INFORMATION Start Marker

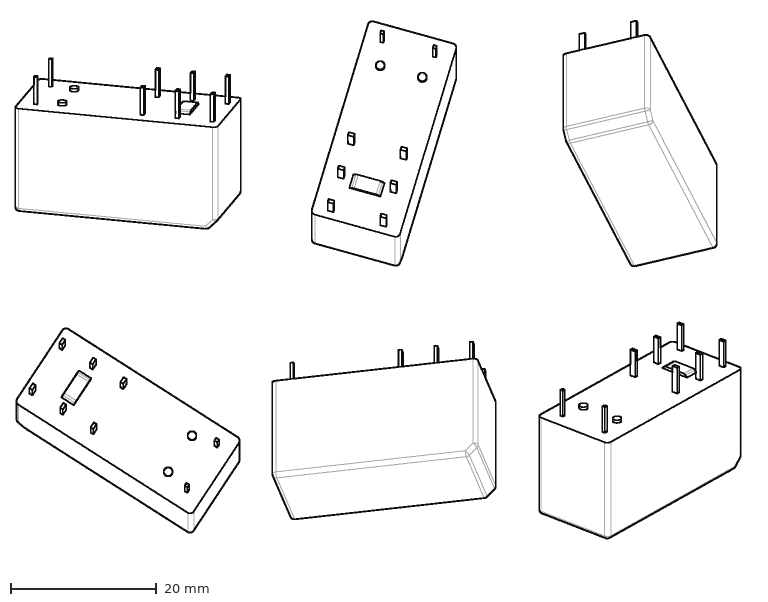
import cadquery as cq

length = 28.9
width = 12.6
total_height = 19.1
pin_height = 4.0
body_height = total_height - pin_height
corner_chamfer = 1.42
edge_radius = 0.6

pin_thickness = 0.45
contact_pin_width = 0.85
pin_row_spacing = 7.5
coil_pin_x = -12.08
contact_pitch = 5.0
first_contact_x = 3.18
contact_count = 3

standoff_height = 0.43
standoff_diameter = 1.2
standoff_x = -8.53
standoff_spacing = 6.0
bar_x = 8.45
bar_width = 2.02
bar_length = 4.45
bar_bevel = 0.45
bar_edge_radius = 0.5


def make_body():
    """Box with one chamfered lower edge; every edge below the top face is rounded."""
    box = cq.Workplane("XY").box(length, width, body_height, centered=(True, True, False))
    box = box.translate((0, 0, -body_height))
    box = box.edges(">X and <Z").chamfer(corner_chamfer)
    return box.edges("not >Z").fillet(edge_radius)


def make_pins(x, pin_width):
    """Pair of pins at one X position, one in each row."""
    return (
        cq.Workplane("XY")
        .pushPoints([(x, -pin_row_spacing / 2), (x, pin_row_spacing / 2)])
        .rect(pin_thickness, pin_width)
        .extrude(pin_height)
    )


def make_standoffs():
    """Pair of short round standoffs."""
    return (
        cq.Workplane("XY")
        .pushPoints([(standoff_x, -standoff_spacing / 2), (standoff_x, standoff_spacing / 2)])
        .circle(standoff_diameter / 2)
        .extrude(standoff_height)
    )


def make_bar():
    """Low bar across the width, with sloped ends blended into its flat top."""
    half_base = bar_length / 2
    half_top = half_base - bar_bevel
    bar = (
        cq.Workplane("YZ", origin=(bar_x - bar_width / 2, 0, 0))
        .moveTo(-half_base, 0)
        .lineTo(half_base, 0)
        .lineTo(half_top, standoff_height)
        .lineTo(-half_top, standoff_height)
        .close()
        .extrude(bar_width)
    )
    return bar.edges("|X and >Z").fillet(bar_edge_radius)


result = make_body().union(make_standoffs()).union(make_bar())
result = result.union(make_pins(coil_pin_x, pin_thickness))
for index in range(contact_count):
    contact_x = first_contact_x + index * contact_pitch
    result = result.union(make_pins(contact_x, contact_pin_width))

INFORMATION End Marker
INFORMATION Start Marker

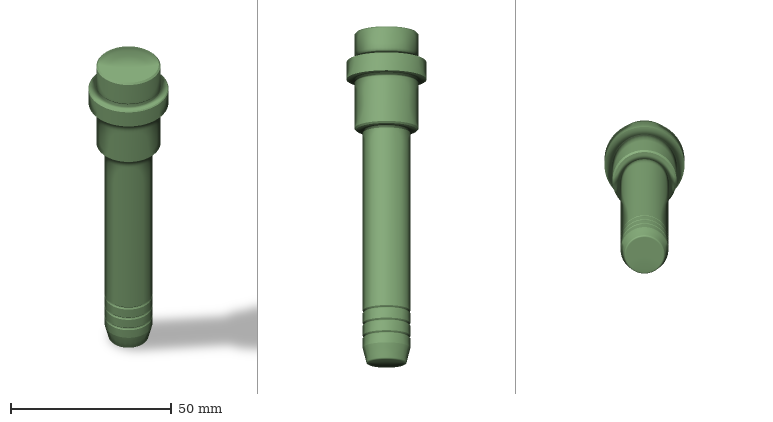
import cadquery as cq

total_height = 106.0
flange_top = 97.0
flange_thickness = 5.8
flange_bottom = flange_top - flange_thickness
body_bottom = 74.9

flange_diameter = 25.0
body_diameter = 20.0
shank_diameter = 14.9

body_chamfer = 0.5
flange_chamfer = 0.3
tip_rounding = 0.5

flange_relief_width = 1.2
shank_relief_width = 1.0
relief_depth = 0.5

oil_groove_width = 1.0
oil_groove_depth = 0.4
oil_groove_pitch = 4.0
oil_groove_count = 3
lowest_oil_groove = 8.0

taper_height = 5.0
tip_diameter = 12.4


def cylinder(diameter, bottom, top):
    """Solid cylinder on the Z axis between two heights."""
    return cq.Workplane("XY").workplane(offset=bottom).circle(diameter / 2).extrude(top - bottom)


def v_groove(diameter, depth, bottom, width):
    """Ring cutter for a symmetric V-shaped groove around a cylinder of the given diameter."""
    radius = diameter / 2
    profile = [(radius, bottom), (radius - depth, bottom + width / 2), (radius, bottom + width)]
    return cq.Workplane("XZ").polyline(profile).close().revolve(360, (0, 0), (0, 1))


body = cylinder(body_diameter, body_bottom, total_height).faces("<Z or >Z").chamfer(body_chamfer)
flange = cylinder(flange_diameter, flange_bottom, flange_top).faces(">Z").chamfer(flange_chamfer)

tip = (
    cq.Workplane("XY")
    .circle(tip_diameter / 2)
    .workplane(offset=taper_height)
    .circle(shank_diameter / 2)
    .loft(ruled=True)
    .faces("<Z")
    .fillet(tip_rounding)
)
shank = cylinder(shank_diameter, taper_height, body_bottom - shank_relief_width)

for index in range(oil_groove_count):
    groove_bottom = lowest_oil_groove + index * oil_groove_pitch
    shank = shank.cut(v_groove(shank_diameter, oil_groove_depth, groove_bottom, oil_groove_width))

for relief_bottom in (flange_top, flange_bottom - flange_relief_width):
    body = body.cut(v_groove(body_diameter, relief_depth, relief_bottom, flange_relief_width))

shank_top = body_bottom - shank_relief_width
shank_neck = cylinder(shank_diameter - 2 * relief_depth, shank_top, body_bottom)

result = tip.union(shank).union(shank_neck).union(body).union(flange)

INFORMATION End Marker
INFORMATION Start Marker

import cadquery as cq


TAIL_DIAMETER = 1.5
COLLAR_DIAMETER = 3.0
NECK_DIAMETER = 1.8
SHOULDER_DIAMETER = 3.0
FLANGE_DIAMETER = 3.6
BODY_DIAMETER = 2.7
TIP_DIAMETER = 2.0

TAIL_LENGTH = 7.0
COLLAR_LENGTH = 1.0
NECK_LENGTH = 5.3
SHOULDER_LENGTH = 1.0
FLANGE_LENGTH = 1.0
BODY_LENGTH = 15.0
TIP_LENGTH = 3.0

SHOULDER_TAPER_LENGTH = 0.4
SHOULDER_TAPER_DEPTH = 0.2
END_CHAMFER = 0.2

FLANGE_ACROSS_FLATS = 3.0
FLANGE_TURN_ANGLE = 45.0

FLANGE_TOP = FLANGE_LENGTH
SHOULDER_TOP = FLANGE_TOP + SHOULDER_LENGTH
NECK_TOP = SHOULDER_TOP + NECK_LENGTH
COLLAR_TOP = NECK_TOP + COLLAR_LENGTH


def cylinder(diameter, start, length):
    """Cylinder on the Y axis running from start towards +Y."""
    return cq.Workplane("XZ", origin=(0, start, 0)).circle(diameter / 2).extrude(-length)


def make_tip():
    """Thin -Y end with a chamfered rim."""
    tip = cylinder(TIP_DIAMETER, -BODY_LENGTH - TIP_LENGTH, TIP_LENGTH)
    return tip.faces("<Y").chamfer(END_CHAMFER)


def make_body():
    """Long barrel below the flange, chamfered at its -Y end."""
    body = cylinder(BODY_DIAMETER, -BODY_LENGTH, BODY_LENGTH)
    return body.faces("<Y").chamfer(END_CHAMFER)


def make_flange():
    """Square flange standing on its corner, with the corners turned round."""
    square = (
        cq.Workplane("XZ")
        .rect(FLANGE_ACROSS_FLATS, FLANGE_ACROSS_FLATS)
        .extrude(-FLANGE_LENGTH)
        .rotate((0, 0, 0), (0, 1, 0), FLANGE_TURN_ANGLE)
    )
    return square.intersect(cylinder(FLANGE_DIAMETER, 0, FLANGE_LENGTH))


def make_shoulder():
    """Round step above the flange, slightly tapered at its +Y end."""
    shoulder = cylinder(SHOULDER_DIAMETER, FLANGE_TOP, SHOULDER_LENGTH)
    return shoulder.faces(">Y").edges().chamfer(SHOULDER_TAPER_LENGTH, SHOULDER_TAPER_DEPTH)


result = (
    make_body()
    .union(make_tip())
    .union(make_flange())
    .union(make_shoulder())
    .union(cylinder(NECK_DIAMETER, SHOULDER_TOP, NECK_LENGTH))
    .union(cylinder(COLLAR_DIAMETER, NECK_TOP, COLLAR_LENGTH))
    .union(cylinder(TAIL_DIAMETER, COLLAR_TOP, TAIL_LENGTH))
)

INFORMATION End Marker

_DESCRIPTION OF THE TASK_
Show every line in the entries above that contains the string "Pair".

_EXERCISE OUTPUT_
    """Pair of pins at one X position, one in each row."""
    """Pair of short round standoffs."""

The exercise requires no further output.